A sole proprietorship is generally considered an "informal" business organization. That is, it does not require any formal documentation or state filings to legally create it. It is a single individual conducting business in his or her individual capacity. Usually a d.b.a. ("doing business as") or an assumed name will be used for conducting the business.
To create a sole proprietorship the individual simply obtains the necessary business licenses, tax numbers if necessary, and perhaps registers a name. Then the individual conducts the business, making all decisions for the company and receiving all of the profit. Employees may be hired and business assets purchased and disposed of. There are no required annual reports or meetings. If the business is sold, it is treated as a sale of the assets of the business, not as the transfer of the business itself. Therefore, gain or loss on sale is determined on an asset by asset basis.
As a sole proprietor, the business owner is personally liable for all of the debts, obligations, and liabilities of the company. All assets of the company are the individual's assets since a separate entity does not exist. No separate tax return is filed. The individual completes a schedule C to account for the income and expenses of the company and claims all income or loss on his or her individual tax return. The sole proprietor also files a schedule SE for self employment taxes. Quarterly estimated tax returns must be filed to avoid tax penalties.
The sole proprietorship is often the entity of choice for small startup businesses due to its simplicity and lack of formalities. This is clearly its strength. Its lack of separate structure is also its weakness, however. Since no separate entity exists, there is no shielding of the proprietor from the liabilities of the company. Depending on the type of business conducted, this may be more or less of a concern. Any individual who deals in the buying, selling, or leasing of real estate in his or her own name should consider some other form of doing business. Over recent years, liability for contaminated property has raised grave concerns for those in the chain of title on real estate. The liability for cleanup is not limited to those who caused the contamination but extends generally to all owners in the chain of title.

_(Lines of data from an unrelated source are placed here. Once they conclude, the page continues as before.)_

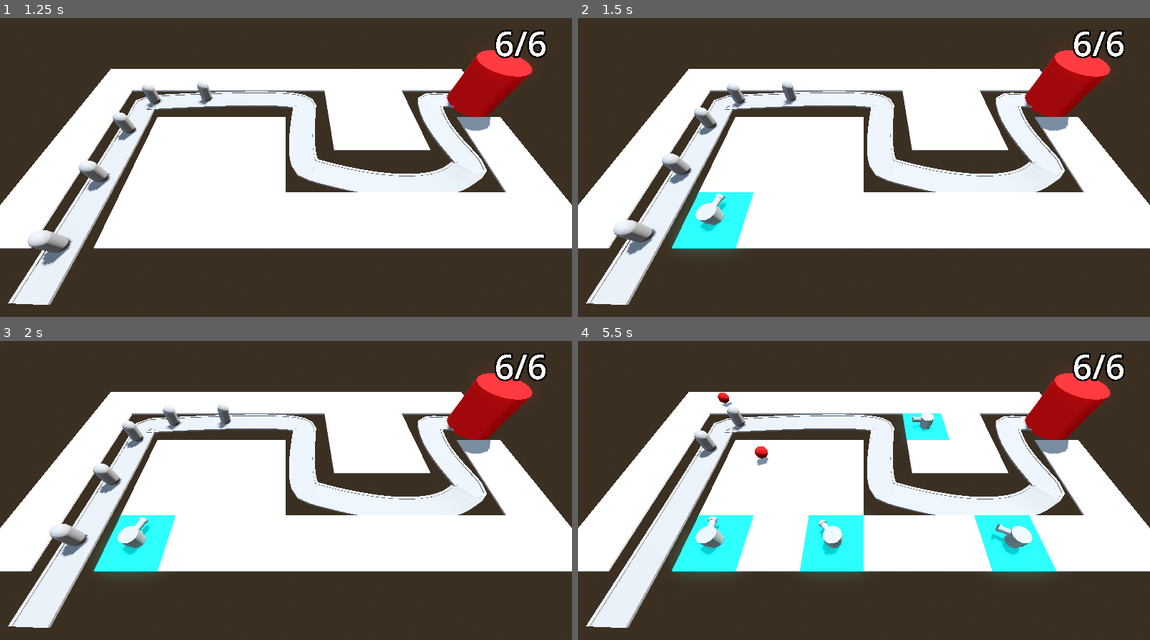
Above: before the commit, frames 1-4 (two rows, left to right).
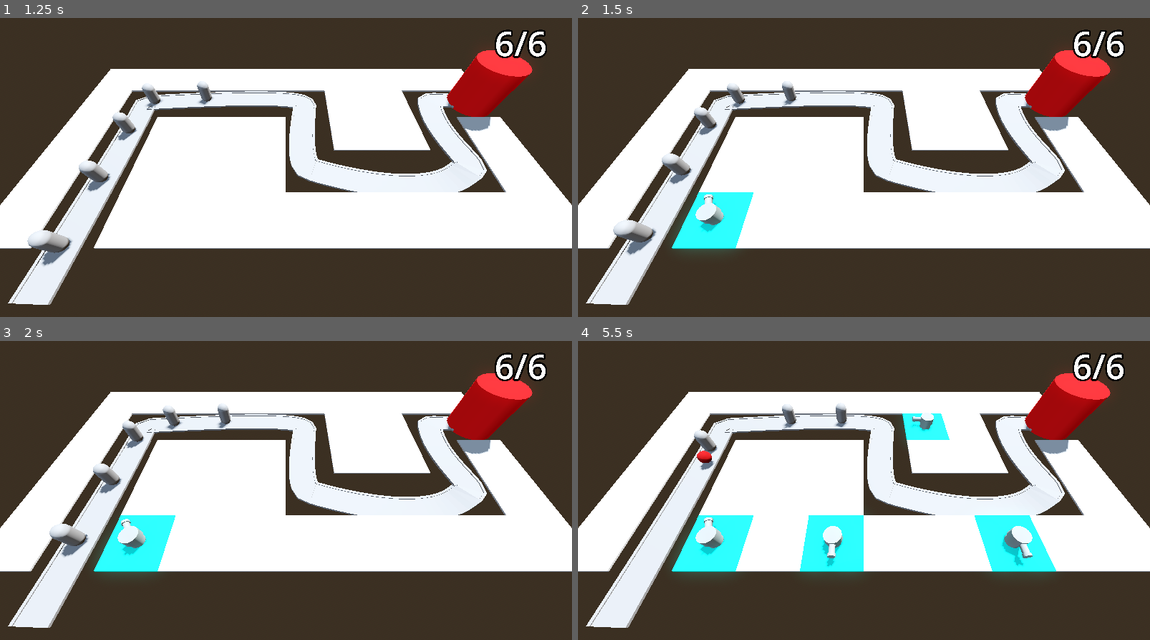
Above: after the commit, the same moments.

Repository: EsbenNyboe/TowerDefense
Game: Godot game, scene res://BaseLevel.tscn
Two runs of this game, one before a commit and one after it. Both use one fixed random seed, a clock stepped at 60 frames per second and the inputs below.
Inputs (mouse positions are in pixels of both pictures, inside the frame that each line leads up to):
- Up to frame 1 (1.25 s): move the mouse to (411, 161) at 0.52 s; press the mouse at (411, 161) at 0.53 s
- Up to frame 2 (1.5 s): move the mouse to (749, 194) at 1.27 s; release the mouse at (749, 194) at 1.28 s; click (749, 194) at 1.35 s
- Up to frame 3 (2 s): no input
- Up to frame 4 (5.5 s): move the mouse to (921, 430) at 2.02 s; press the mouse at (921, 430) at 2.03 s; move the mouse to (835, 565) at 2.77 s; release the mouse at (835, 565) at 2.78 s; click (835, 565) at 2.85 s; move the mouse to (1035, 550) at 3.52 s; press the mouse at (1035, 550) at 3.53 s; move the mouse to (692, 454) at 4.27 s; release the mouse at (692, 454) at 4.28 s; click (692, 454) at 4.35 s; move the mouse to (892, 502) at 5.02 s; press the mouse at (892, 502) at 5.03 s

Frame 1 is identical in both runs. In frame 2, 0.1% of the frame differs, in the area x 22-27%, y 58-65%; in frame 3, 0.1%; in frame 4, 1.1%, in the area x 20-80%, y 17-76%.

Commit message:
Ignore enemies outside range

Diff:
--- a/barbarianblaster/Turret/turret.gd
+++ b/barbarianblaster/Turret/turret.gd
@@ -1,20 +1,24 @@
 extends Node3D
 
 @export var projectile : PackedScene
+@export var turret_range: float = 10.0
+
 @onready var turret_barrel_2: MeshInstance3D = $TurretBase/TurretTop/TurretBarrel/TurretBarrel2
 
 var enemy_path: Path3D
+var target: PathFollow3D
 
 func _physics_process(delta: float) -> void:
-	var enemy = find_best_target()
-	if !enemy:
+	target = find_best_target()
+	if !target:
 		return
-	var corrected_enemy_position = enemy.global_position
+	var corrected_enemy_position = target.global_position
 	corrected_enemy_position.y = global_position.y
 	look_at(corrected_enemy_position, Vector3.UP, true)
 
 func _on_timer_timeout() -> void:
-	shoot()
+	if target:
+		shoot()
 
 func shoot() -> void:
 	var shot = projectile.instantiate()
@@ -28,6 +32,8 @@
 	for enemy in enemy_path.get_children():
 		if enemy is PathFollow3D:
 			if enemy.progress > best_progress:
-				best_target = enemy
-				best_progress = enemy.progress
+				var distance := global_position.distance_to(enemy.global_position)
+				if distance < turret_range:
+					best_target = enemy
+					best_progress = enemy.progress
 	return best_target

Leasing property to others can also be risky business where limited liability should be sought. Case law is replete with plaintiffs suing landlords for liability based on the conditions of the property and personal injuries that arose out of that condition. Whenever a business has substantial liability risks, a proprietorship is not the best choice.

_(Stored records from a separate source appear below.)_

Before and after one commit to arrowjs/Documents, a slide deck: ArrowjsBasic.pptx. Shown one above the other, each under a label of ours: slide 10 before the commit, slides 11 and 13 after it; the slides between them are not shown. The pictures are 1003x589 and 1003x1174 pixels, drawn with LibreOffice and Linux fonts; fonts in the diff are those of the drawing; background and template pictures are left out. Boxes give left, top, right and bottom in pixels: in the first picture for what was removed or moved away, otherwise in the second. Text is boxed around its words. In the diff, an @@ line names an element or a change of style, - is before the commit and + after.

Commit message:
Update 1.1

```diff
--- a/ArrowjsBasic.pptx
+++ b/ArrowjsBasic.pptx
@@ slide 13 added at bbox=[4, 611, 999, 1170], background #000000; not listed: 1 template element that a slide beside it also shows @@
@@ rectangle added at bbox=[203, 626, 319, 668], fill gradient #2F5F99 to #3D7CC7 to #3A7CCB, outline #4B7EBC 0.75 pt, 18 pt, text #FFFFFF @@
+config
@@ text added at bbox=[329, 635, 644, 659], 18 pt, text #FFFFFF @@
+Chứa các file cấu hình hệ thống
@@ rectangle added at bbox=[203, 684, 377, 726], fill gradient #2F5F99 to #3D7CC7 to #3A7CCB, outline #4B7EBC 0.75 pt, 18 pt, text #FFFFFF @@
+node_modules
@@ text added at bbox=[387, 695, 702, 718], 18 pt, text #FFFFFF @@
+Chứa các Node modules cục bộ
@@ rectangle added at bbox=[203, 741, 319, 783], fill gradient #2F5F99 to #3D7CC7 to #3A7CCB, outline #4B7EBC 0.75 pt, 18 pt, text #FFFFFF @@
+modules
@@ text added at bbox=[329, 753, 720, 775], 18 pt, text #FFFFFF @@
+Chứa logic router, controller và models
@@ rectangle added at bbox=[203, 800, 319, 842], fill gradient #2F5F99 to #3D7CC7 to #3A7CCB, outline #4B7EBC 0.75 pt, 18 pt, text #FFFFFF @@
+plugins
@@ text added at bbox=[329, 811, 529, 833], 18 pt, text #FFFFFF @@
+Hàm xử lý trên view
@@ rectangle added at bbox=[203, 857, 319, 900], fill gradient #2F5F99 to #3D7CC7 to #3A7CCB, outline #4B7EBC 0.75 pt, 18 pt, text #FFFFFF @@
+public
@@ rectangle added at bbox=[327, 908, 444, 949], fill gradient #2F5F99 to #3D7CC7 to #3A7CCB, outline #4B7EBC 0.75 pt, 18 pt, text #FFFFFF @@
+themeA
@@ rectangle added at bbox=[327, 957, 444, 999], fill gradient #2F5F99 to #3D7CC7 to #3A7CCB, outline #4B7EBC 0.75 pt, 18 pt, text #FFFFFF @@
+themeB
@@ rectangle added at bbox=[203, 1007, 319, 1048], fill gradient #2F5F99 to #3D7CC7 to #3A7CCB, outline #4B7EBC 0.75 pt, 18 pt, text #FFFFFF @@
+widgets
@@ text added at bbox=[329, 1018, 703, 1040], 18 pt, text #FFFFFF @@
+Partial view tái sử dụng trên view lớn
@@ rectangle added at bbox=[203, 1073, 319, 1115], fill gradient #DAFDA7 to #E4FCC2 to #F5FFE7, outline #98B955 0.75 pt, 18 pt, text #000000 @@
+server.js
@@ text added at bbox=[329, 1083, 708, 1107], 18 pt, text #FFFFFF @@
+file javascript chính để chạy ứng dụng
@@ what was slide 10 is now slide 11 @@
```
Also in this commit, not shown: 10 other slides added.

From a tax planning perspective, the sole proprietorship provides little opportunity for tax relief. Business expenses can be offset against business income, however, all income over expense is considered self employment income and subject to the self employment tax. As any small business owner will tell you, it is self employment tax that is the major tax problem. Some deductions, such as health insurance, are also limited for a sole proprietor though this is changing. Other types of business organizations have greater flexibility in tax planning in most cases.
In summary, sole proprietorships are ideal for small startup companies having a single owner with activities that raise few liability risks and few tax avoidance needs. Individuals "testing the water" can do so without the startup costs associated with other business organizations, and yet move to a more sophisticated organization as the business shows promise. However, in most cases, a formalized business structure can save significantly on both tax liability and avoid liability as well.